I dont remember seeing a dead zone on my new HSS928 but I'll check it tonight and let you know what I find.


----------



## [email protected] (Nov 21, 2011)

Dropped an email to our model engineer and asked him to look at the video and comment.

Standby...


----------



## RacingSims (Dec 22, 2015)

I just went out and checked mine I noticed the same thing after the halfway point it increases in throttle till full throttle it certainly is more than just hi and low however


----------



## SND (Nov 5, 2015)

The first half of the throttle lever on my HSS928 does nothing either. 
Though all I need is full throttle


----------



## grabber (Nov 28, 2015)

All you need is full throttle i agree, but how do you know if you really have the full throttle ? If the cable is not adjusted proprely... you may end up with only 75% of the available throttle.



SND said:


> The first half of the throttle lever on my HSS928 does nothing either.
> Though all I need is full throttle


----------



## [email protected] (Nov 21, 2011)

The model engineer shared this with me:

The throttle control on the HSS controls the governor, not the actual throttle plate on the carburetor. The governor controls the throttle plate. 

What is really important is does the engine reach the specific speed when the throttle is pushed to FAST? And, does it hold the speed during use? There is a maximum and minimum adjustment point/speed and a friction adjustment too. So, you really need a tach to check the speeds, and some testing time to confirm the throttle doesn't move.

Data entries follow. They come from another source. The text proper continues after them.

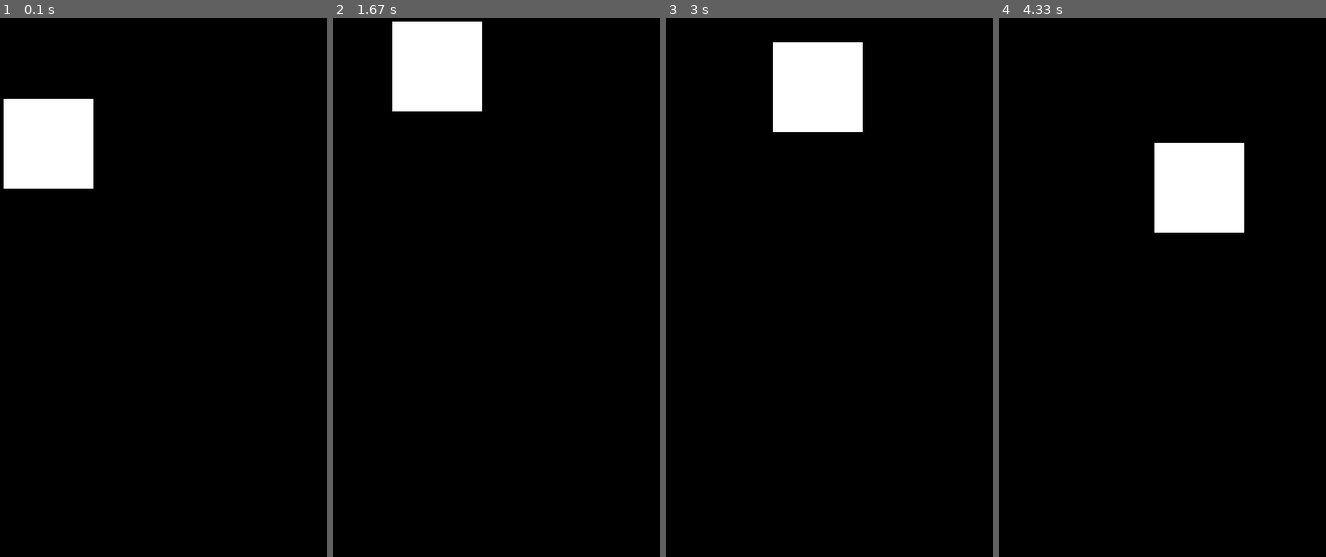
Above: before the commit, frames 1-4 (left to right).
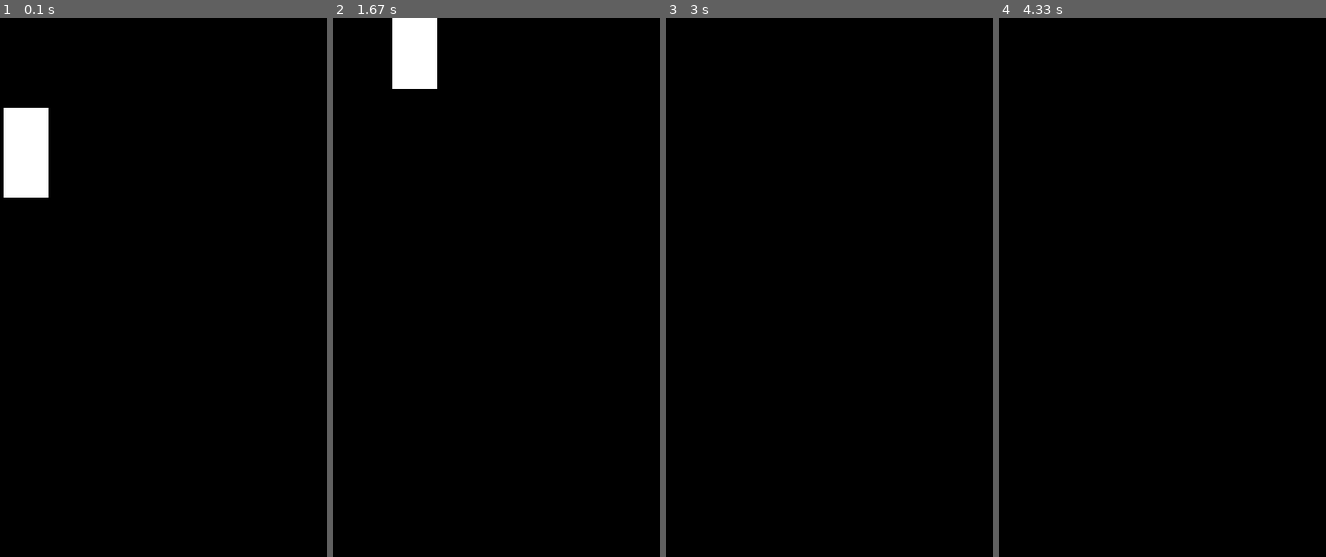
Above: after the commit, the same moments.

Repository: lvanderlyn/VideoGame
Game: pygame game, started from gravity.py
The game is run twice, just before and just after one commit, with the same random seed, the same clock (stepped at 60 frames per second) and the same inputs.
Inputs:
- Up to frame 1 (0.1 s): no input
- Up to frame 2 (1.67 s): tap Space at 0.33, 0.73, 1.03, 1.23, 1.57 s
- Up to frame 3 (3 s): tap Space at 1.87, 2.07, 2.37 s
- Up to frame 4 (4.33 s): no input

The runs differ from the first frame. In frame 1, 2.7% of the frame differs, in the area x 1-29%, y 15-34%; in frame 2, 3.0%; in frame 3, 4.6%, in the area x 32-61%, y 4-22%; in frame 4, 4.6%.

Commit message:
Man now jumps only if spacebar pressed

Diff:
--- a/gravity.py
+++ b/gravity.py
@@ -61,13 +61,11 @@
 WHITE = (255, 255, 255)
 BLACK = (0,0,0)
 
-n = 100.0
+MAN_HEIGHT = 100.0
+MAN_WIDTH = 50.0
 
 man = Jumpman((0.0,100.0),(40.0,0.0))
-pygame.draw.rect(DISPLAYSURF, WHITE, (man.getPosition()[0], man.getPosition()[1], n,n))
-
-count=0
-man.jump()
+pygame.draw.rect(DISPLAYSURF, WHITE, (man.getPosition()[0], man.getPosition()[1], MAN_WIDTH,MAN_HEIGHT))
 
 while True: # the main game loop
     DISPLAYSURF.fill(BLACK)
@@ -76,21 +74,25 @@
         if event.type == QUIT:
             pygame.quit()
             sys.exit()
+        if event.type == KEYDOWN:
+            if event.key == K_SPACE:
+                man.jump()
+
     dt = 1.0/FPS
 
     #accounts for collision with botton of window
-    if(man.getPosition()[1] < (WINDOWHEIGHT-n)):
+    man.updatePosition(dt)
+
+    if(man.getPosition()[1] < (WINDOWHEIGHT-MAN_HEIGHT)):
         gravity(man,dt)
     else:
-        man.setPosition((man.getPosition()[0],(WINDOWHEIGHT-n)))
+        man.setPosition((man.getPosition()[0],(WINDOWHEIGHT-MAN_HEIGHT)))
         man.setVelocity((0.0,0.0))
 
-    man.updatePosition(dt)
 
 
 
     #draws a new jumpman rectangel
-    pygame.draw.rect(DISPLAYSURF, WHITE, (man.getPosition()[0],man.getPosition()[1], n,n))
-
+    pygame.draw.rect(DISPLAYSURF, WHITE, (man.getPosition()[0], man.getPosition()[1], MAN_WIDTH, MAN_HEIGHT))
     pygame.display.update()
     fpsClock.tick(FPS)

Keep in mind, you should always keep the throttle set to FAST when using the snow blower. The throttle lever is really on there to allow you to slow the engine (for less noise) when you may need to briefly step away from the machine.


----------



## SND (Nov 5, 2015)

grabber said:


> All you need is full throttle i agree, but how do you know if you really have the full throttle ? If the cable is not adjusted proprely... you may end up with only 75% of the available throttle.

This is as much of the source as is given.